# E3 F11c Computer help



## donalson (Apr 13, 2004)

i bought this computer earlier this year... it's worked flalwessly... but i seem to have misplaced the instructions... I put a smaller tire on the bike and need to figure out how to set it to use the 2nd tire size setting...

anyone have this computer (should be the same for any of the e3 computers) and can help me out?
thanks
mark


----------



## Colo.Josh (Mar 16, 2008)

I have the same issue, trying to figure out what 4 digit code I need to put in for a 700 x 28 size tire  Any help would be much appreciated. :thumbsup:


----------



## donalson (Apr 13, 2004)

do the rollout of the tire with your weight on it in mm... basicly run a metric measuring tape on the ground... set the valve stem at the start of it tape and do a full revolution... the 4digit number is the amount of mm you got


----------



## Simply-C-Bus (Apr 20, 2010)

*Here it is!*

Long time Lurker, first time poster... You know the sort. Here goes anyway, and yes I realize this is an older post, others may be interested in the future though.
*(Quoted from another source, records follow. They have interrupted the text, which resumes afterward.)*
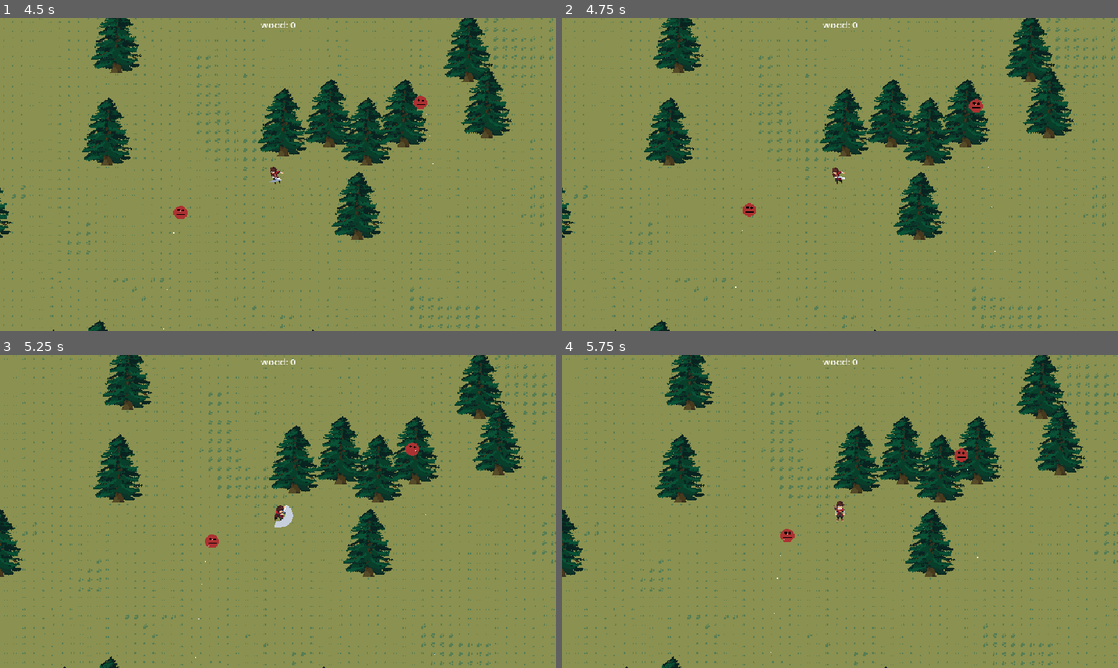
Above: before the commit, frames 1-4 (two rows, left to right).
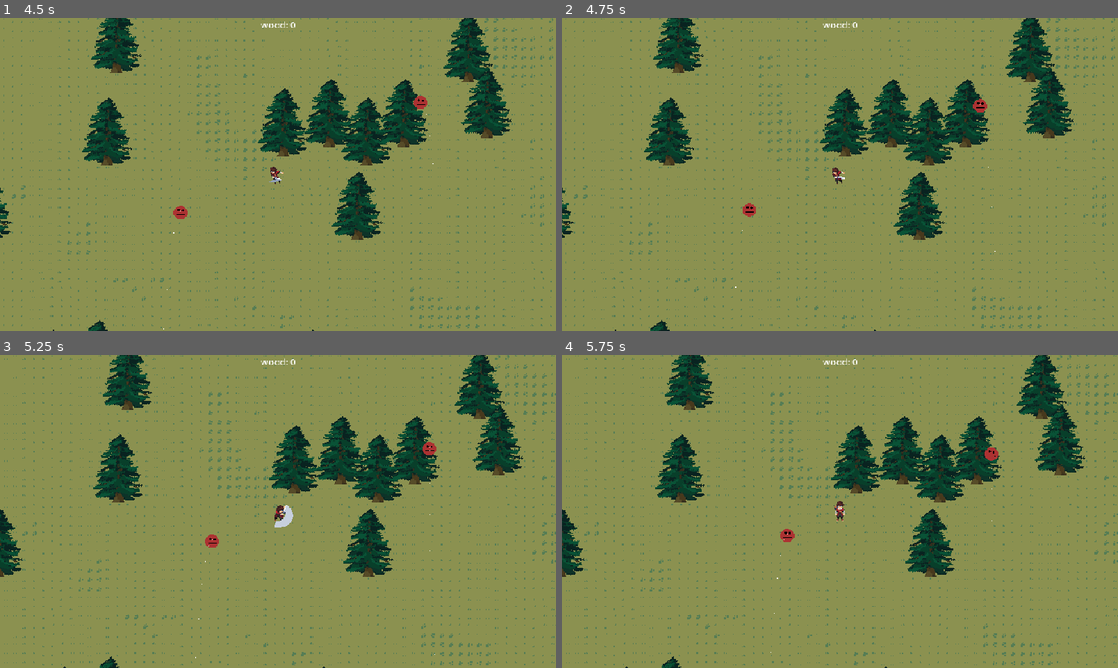
Above: after the commit, the same moments.

Repository: makattack24/MyGodotGame
Game: Godot game, scene res://Scenes/Main.tscn
The game is run twice, just before and just after one commit, with the same random seed, the same clock (stepped at 60 frames per second) and the same inputs.
Inputs (mouse positions are in pixels of both pictures, inside the frame that each line leads up to):
- Up to frame 1 (4.5 s): tap Enter at 0.5 s; move the mouse to (400, 158) at 0.52 s; press the mouse at (400, 158) at 0.53 s; hold D (move_right) 0.53-1.28 s; move the mouse to (166, 190) at 1.27 s; release the mouse at (166, 190) at 1.28 s; hold S (move_down) 1.28-2.03 s; right-click (166, 190) at 1.35 s; move the mouse to (333, 105) at 2.02 s; press the mouse at (333, 105) at 2.03 s; hold D (move_right) 2.03-2.78 s; move the mouse to (250, 237) at 2.77 s; release the mouse at (250, 237) at 2.78 s; hold W (move_up) 2.78-3.53 s; right-click (250, 237) at 2.85 s; click (250, 237) at 2.92 s; move the mouse to (444, 221) at 3.52 s; press the mouse at (444, 221) at 3.53 s; hold A (move_left) from 3.53 s (still down); move the mouse to (111, 127) at 4.27 s; release the mouse at (111, 127) at 4.28 s; right-click (111, 127) at 4.35 s
- Up to frame 2 (4.75 s): keep holding A (move_left)
- Up to frame 3 (5.25 s): move the mouse to (305, 511) at 5.02 s; release A (move_left) at 5.03 s; press the mouse at (305, 511) at 5.03 s; hold S (move_down) from 5.03 s (still down)
- Up to frame 4 (5.75 s): keep holding S (move_down)

Frame 1 is identical in both runs. In frame 2, less than 0.1% of the frame differs, in the area x 73-77%, y 25-31%; in frame 3, 0.2%, in the area x 72-79%, y 27-63%; in frame 4, 0.2%.

Commit message:
player health

Diff:
--- a/Scenes/enemy.gd
+++ b/Scenes/enemy.gd
@@ -21,6 +21,14 @@
 
 	# Move the slime based on the velocity
 	move_and_slide()
+
+	# Check if we collided with the player
+	for i in range(get_slide_collision_count()):
+		var collision = get_slide_collision(i)
+		var collider = collision.get_collider()
+		if collider and collider.is_in_group("Player"):
+			if collider.has_method("take_damage"):
+				collider.call("take_damage", 1)  # Deal 1 damage to player
 
 func _on_hit(damage: int, knockback_direction: Vector2) -> void:
 	# Reduce health based on damage received
@@ -64,6 +72,7 @@
 func _ready() -> void:
 	# Add enemy to the Enemies group for player attack detection
 	add_to_group("Enemies")
+	print("Enemy added to Enemies group!")
 
 	# Ensure player reference exists (if assigned dynamically)
 	if player == null:
--- a/Scenes/forest_tree.tscn
+++ b/Scenes/forest_tree.tscn
@@ -32,7 +32,6 @@
 region_rect = Rect2(7, 137, 88, 119)
 
 [node name="ForestTreeBody" type="StaticBody2D" parent="." unique_id=1864809008]
-collision_layer = 2
 
 [node name="CollisionShape2D" type="CollisionShape2D" parent="ForestTreeBody" unique_id=1179893065]
 position = Vector2(2, 1)
--- a/Scenes/player.tscn
+++ b/Scenes/player.tscn
@@ -1017,7 +1017,6 @@
 autoplay = "idle_down"
 
 [node name="AttackArea" type="Area2D" parent="." unique_id=1642067877]
-collision_mask = 2
 
 [node name="CollisionShape2D" type="CollisionShape2D" parent="AttackArea" unique_id=1263485978]
 shape = SubResource("RectangleShape2D_qqcod")
--- a/Scripts/player.gd
+++ b/Scripts/player.gd
@@ -2,6 +2,11 @@
 
 # Movement variables
 @export var speed: float = 130.0  # Speed of the character
+@export var max_health: int = 10  # Maximum health
+var current_health: int = 10  # Current health
+var damage_cooldown: float = 0.0  # Cooldown timer for taking damage
+@export var damage_cooldown_time: float = 1.0  # Time between damage instances (in seconds)
+var is_dead: bool = false  # Track if player is dead
 
 # Reference to the AnimatedSprite2D node
 @onready var anim_sprite: AnimatedSprite2D = $AnimatedSprite2D
@@ -27,6 +32,9 @@
 	# Add player to the Player group for item detection
 	add_to_group("Player")
 
+	# Initialize health
+	current_health = max_health
+
 	# Initialize input mappings
 	initialize_input()
 
@@ -42,6 +50,13 @@
 		print("Error: AttackArea node not found!")
 
 func _process(_delta: float) -> void:
+	# Update damage cooldown
+	if damage_cooldown > 0:
+		damage_cooldown -= _delta
+
+	if is_dead:
+		return  # Don't process input if dead
+
 	handle_input()
 	if not is_attacking:
 		move_and_animate()
@@ -113,11 +128,40 @@
 	if attack_offsets.has(facing_direction):
 		attack_area.position = attack_offsets[facing_direction]
 
+func take_damage(damage: int) -> void:
+	# Check if we're in cooldown or already dead
+	if damage_cooldown > 0 or is_dead:
+		return
+
+	# Player takes damage
+	current_health -= damage
+	damage_cooldown = damage_cooldown_time  # Start cooldown
+	print("Player hit! Health: ", current_health, "/", max_health)
+
+	# Visual feedback - flash the sprite red
+	if anim_sprite:
+		anim_sprite.modulate = Color(1, 0.5, 0.5)  # Red tint
+		await get_tree().create_timer(0.2).timeout
+		anim_sprite.modulate = Color(1, 1, 1)  # Back to normal
+
+	# Check if player died
+	if current_health <= 0:
+		die()
+
+func die() -> void:
+	is_dead = true
+	print("Player died! Game Over.")
+	velocity = Vector2.ZERO
+
+	# Wait a moment then reload the scene
+	await get_tree().create_timer(2.0).timeout
+	get_tree().reload_current_scene()
+
 func _on_attack_hit(body: Node) -> void:
 	print("Attack hit body:", body.name)  # Output what `AttackArea` hits
 
-	# Ensure we are referencing the root node if body is a child (e.g., ForestTreeBody)
-	while body and not body.is_in_group("Trees") and body.get_parent() != null:
+	# Ensure we are referencing the root node if body is a child (e.g., ForestTreeBody or enemy parts)
+	while body and not body.is_in_group("Trees") and not body.is_in_group("Enemies") and body.get_parent() != null:
 		body = body.get_parent()  # Walk up the node hierarchy
 	print("Attack hit body:", body.name)  # Output what `AttackArea` hits

Donalson was absolutely correct regarding the digits and how to measure them, so I wont repeat it.
I find I have to keep my instructions handy, because I switch it between two bikes, and I try to keep separate tallies of the odometer readings. Anyway, here is the part of the manual you are interested in; I will paraphrase, so if you have questions just respond.

Get to the odometer (ODO) screen. Press and hold the right button for about three seconds. (I find mine a little bit fidgety, I sometimes have to do this again.)
It now prompts you to select the correct units Km/H or M/H. Left button to change, right button to accept and move on.
This next screen is the first wheel size. Again left button to change, right button to acc... you get it! Input the measurements you got from Donalson's method.
Pressing the right button again takes you to the second wheel size. Repeat above steps for second wheel size.
The final screen in this series, is the ride odometer. You can use this to reset the milage after replacing the batteries. There is only one odometer, (not a separate one for each wheel size) so if you use the computer on a second bike, and want separate records, you will have to write them down and go through this every time, or get another computer. (I may just be anal.)

I know this is a bit long winded, but not so much as the instructions make it. Hope it helps, but post a reply if your still stuck.

BTW-FWIW: There are Approximations available for the circumference of various wheel/tire combos, but they are ONLY that; approximations! My road bike also has 700c x 28 tires. The tables say it should be 2149, but when I measured it, it turned out to be 2168 not a huge difference, but it will throw off all distances.


----------